The Minister of State for Agriculture, Dr. Akhilesh Prasad Singh informed, in reply to a question in Rajya Sabha today that, the study conducted by Central Institute for Cotton Research (CICR) showed that the American bollworm will develop resistance to Bt-cotton after a few years depending mainly on the extent of area under Bt-cotton in the country.  With the current rate of increase in the area under Bt-cotton, it is likely to take about 11-12 years for the pest to develop resistance to Bt-cotton.  However, with implementation of proper strategies as suggested by CICR, it is possible to delay resistance by at least 30-40 year, if not more.
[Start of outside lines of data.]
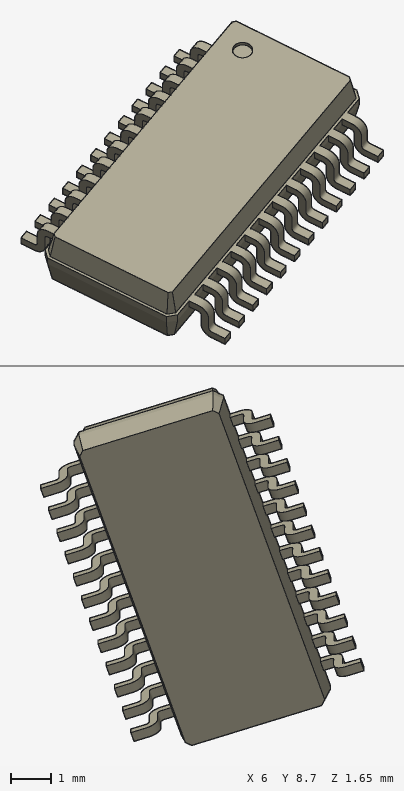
import cadquery as cq
import math

length = 8.7
lead_span = 6.0
height = 1.65

body_width = 3.9
corner_cut = 0.2
standoff = 0.1
band_top = 0.99
band_ledge = 0.074
top_inset = 0.21
bottom_inset = 0.13

mark_diameter = 0.5
mark_depth = 0.1
mark_x = -1.03
mark_y = 3.44

leads_per_side = 12
lead_pitch = 0.635
lead_width = 0.25
lead_thickness = 0.23
foot_to_shank = 0.48
inner_radius = 0.09
lead_embed = 0.17

outer_radius = inner_radius + lead_thickness
band_bottom = band_top - lead_thickness


def body_outline(inset, z):
    """Corner-cut rectangle at height z, with every side moved inward by inset."""
    cut = corner_cut - inset * (2 - math.sqrt(2))
    half_x = body_width / 2 - inset
    half_y = length / 2 - inset
    points = [
        (half_x, half_y - cut),
        (half_x - cut, half_y),
        (cut - half_x, half_y),
        (-half_x, half_y - cut),
        (-half_x, cut - half_y),
        (cut - half_x, -half_y),
        (half_x - cut, -half_y),
        (half_x, cut - half_y),
    ]
    return cq.Workplane("XY").workplane(offset=z).polyline(points).close().wires().val()


def body_layer(low_inset, low_z, high_inset, high_z):
    """Solid with flat sides between two body outlines."""
    outlines = [body_outline(low_inset, low_z), body_outline(high_inset, high_z)]
    return cq.Workplane(cq.Solid.makeLoft(outlines, True))


def make_body():
    lower = body_layer(bottom_inset, standoff, 0, band_bottom)
    band = body_layer(0, band_bottom, 0, band_top)
    upper = body_layer(band_ledge, band_top, top_inset, height)
    mark = (
        cq.Workplane("XY")
        .workplane(offset=height - mark_depth)
        .center(mark_x, mark_y)
        .circle(mark_diameter / 2)
        .extrude(mark_depth)
    )
    return lower.union(band).union(upper).cut(mark)


def make_lead(y):
    """One lead on the +X side, centred at y, with its foot resting on z = 0."""
    tip = lead_span / 2
    root = body_width / 2 - lead_embed
    shank_out = tip - foot_to_shank
    shank_in = shank_out - lead_thickness
    shoulder_x = shank_out - outer_radius
    foot_x = shank_in + outer_radius
    shoulder_z = band_top - outer_radius
    foot_z = outer_radius
    diagonal = math.sqrt(0.5)
    inner_mid = inner_radius * diagonal
    outer_mid = outer_radius * diagonal
    return (
        cq.Workplane("XZ", origin=(0, y + lead_width / 2, 0))
        .moveTo(root, band_top)
        .lineTo(shoulder_x, band_top)
        .threePointArc((shoulder_x + outer_mid, shoulder_z + outer_mid), (shank_out, shoulder_z))
        .lineTo(shank_out, foot_z)
        .threePointArc((foot_x - inner_mid, foot_z - inner_mid), (foot_x, lead_thickness))
        .lineTo(tip, lead_thickness)
        .lineTo(tip, 0)
        .lineTo(foot_x, 0)
        .threePointArc((foot_x - outer_mid, foot_z - outer_mid), (shank_in, foot_z))
        .lineTo(shank_in, shoulder_z)
        .threePointArc((shoulder_x + inner_mid, shoulder_z + inner_mid), (shoulder_x, band_bottom))
        .lineTo(root, band_bottom)
        .close()
        .extrude(lead_width)
    )


result = make_body()
for index in range(leads_per_side):
    lead = make_lead((index - (leads_per_side - 1) / 2) * lead_pitch)
    result = result.union(lead).union(lead.mirror("YZ"))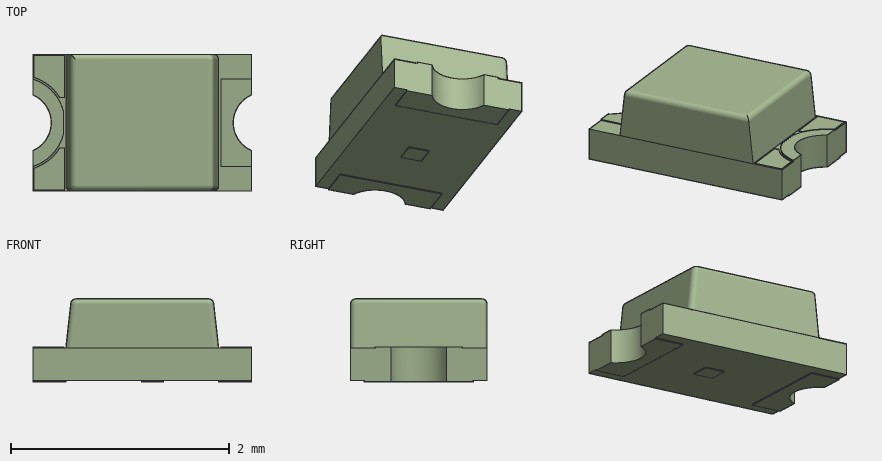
import cadquery as cq
import math


LENGTH = 2.0
WIDTH = 1.25
PAD_THICKNESS = 0.01
BOARD_THICKNESS = 0.3
BOARD_BOTTOM = PAD_THICKNESS
BOARD_TOP = BOARD_BOTTOM + BOARD_THICKNESS

NOTCH_WIDTH = 0.508
NOTCH_DEPTH = 0.165
NOTCH_RADIUS = ((NOTCH_WIDTH / 2) ** 2 + NOTCH_DEPTH ** 2) / (2 * NOTCH_DEPTH)

TOP_PAD_LENGTH = 0.28
TOP_PAD_WIDTH = 0.8
ROUND_PAD_RADIUS = 0.42
ROUND_PAD_CENTER_X = -math.sqrt(ROUND_PAD_RADIUS ** 2 - (TOP_PAD_WIDTH / 2) ** 2)
BOTTOM_PAD_LENGTH = 0.3
BOTTOM_PAD_WIDTH = 1.0

FILM_THICKNESS = 0.005
FILM_MARGIN = 0.01
FILM_INNER_Y = 0.23
FILM_GAP = 0.018

MARK_SIZE = 0.2
MARK_START_X = 0.995

LENS_HEIGHT = 0.45
LENS_MARGIN = 0.3
LENS_DRAFT = 0.05
LENS_ROUND = 0.05
LENS_BASE_LENGTH = LENGTH - 2 * LENS_MARGIN
LENS_TOP_LENGTH = LENS_BASE_LENGTH - 2 * LENS_DRAFT


def block(x_start, x_end, y_start, y_end, z_start, height):
    """Upright box between the given limits."""
    return (
        cq.Workplane("XY", origin=(x_start, y_start, z_start))
        .box(x_end - x_start, y_end - y_start, height, centered=False)
    )


def disc(center_x, radius, z_start, height):
    """Upright cylinder on the centre line of the board."""
    return cq.Workplane("XY", origin=(center_x, 0, z_start)).circle(radius).extrude(height)


def centered_block(x_start, x_end, width, z_start, height):
    """Upright box lying evenly about the centre line of the board."""
    return block(x_start, x_end, -width / 2, width / 2, z_start, height)


def make_round_pad():
    """Left top pad, cut off straight just before the lens."""
    limits = centered_block(0, TOP_PAD_LENGTH, WIDTH, BOARD_TOP, PAD_THICKNESS)
    return disc(ROUND_PAD_CENTER_X, ROUND_PAD_RADIUS, BOARD_TOP, PAD_THICKNESS).intersect(limits)


def make_film(side):
    """Film on one side of the round pad; side is -1 for the front and 1 for the back."""
    y_limits = sorted((side * FILM_INNER_Y, side * (WIDTH / 2 - FILM_MARGIN)))
    film = block(FILM_MARGIN, LENS_MARGIN - FILM_MARGIN, *y_limits, BOARD_TOP, FILM_THICKNESS)
    return film.cut(disc(ROUND_PAD_CENTER_X, ROUND_PAD_RADIUS + FILM_GAP, BOARD_TOP, FILM_THICKNESS))


def make_board():
    """Board with its pads and films, notched at both ends."""
    board = centered_block(0, LENGTH, WIDTH, BOARD_BOTTOM, BOARD_THICKNESS)
    board = board.union(make_round_pad())
    board = board.union(
        centered_block(LENGTH - TOP_PAD_LENGTH, LENGTH, TOP_PAD_WIDTH, BOARD_TOP, PAD_THICKNESS)
    )
    for x_start in (0, LENGTH - BOTTOM_PAD_LENGTH):
        board = board.union(
            centered_block(x_start, x_start + BOTTOM_PAD_LENGTH, BOTTOM_PAD_WIDTH, 0, PAD_THICKNESS)
        )
    for side in (-1, 1):
        board = board.union(make_film(side))
    notch_height = BOARD_TOP + PAD_THICKNESS
    for center_x in (NOTCH_DEPTH - NOTCH_RADIUS, LENGTH - NOTCH_DEPTH + NOTCH_RADIUS):
        board = board.cut(disc(center_x, NOTCH_RADIUS, 0, notch_height))
    return board


def make_lens():
    """Lens with sloped ends and a rounded top."""
    half_base = LENS_BASE_LENGTH / 2
    half_top = LENS_TOP_LENGTH / 2
    lens = (
        cq.Workplane("XZ", origin=(LENGTH / 2, WIDTH / 2, BOARD_TOP))
        .polyline([(-half_base, 0), (half_base, 0), (half_top, LENS_HEIGHT), (-half_top, LENS_HEIGHT)])
        .close()
        .extrude(WIDTH)
    )
    lens = lens.faces("<Y").edges("not |X").fillet(LENS_ROUND)
    lens = lens.faces(">Y").edges(">X").fillet(LENS_ROUND)
    return lens.faces(">Z").edges().fillet(LENS_ROUND)


def make_mark():
    """Flat square mark on the underside of the board."""
    return centered_block(MARK_START_X, MARK_START_X + MARK_SIZE, MARK_SIZE, 0, PAD_THICKNESS)


board = make_board()
lens = make_lens()
mark = make_mark()

result = cq.Compound.makeCompound([board.val(), lens.val(), mark.val()])

A stochastic model ‘Bt-Adapt’ was developed to simulate the rate of resistance development of H. armigera to Cry1Ac under Indian farming conditions.  The model integrates genetic and ecological parameters of H. armigera in relation to its response to the Cry1Ac expressing Bt cotton. The model can predict the time that would take for bollworm to develop resistance in different cotton-growing districts of the country based on the input statistics of area under Bt-cotton in each of the districts, or even the proposed area to be cultivated under Bt cotton.

Simulation analysis showed that relative survival rate of the Cry1 Ac resistant homozygous (RR), heterozygous (RS) and homozygous susceptible (SS) H. armigera genotypes on Bt cotton, was the most important factor influencing resistance development.  In the order of significance, the other factors that had the greatest impact on resistance development were, the relative proportion of area under Bt cotton, dominance of the resistant allele and initial frequency of resistant alleles in field populations.  The extent of population reduction in Bt cotton and non-Bt crops due to pest control, was found to have a significant impact on the rate of resistance development.

The Indian Council of Agricultural Research (ICAR) has initiated a net-working project in 2004, to carefully monitor resistance development in all the 9 cotton growing states of the country and also to scientifically analyze all factors that contribute to resistance development.  The national net-working group has been given the task of developing resistance management strategies from time to time every year and disseminate them to all the stakeholders, including the Genetic Engineering Approval Committee (GEAC), the state agricultural Universities, Government institutions, farmers, Non-Governmental Organisation (NGO), etc.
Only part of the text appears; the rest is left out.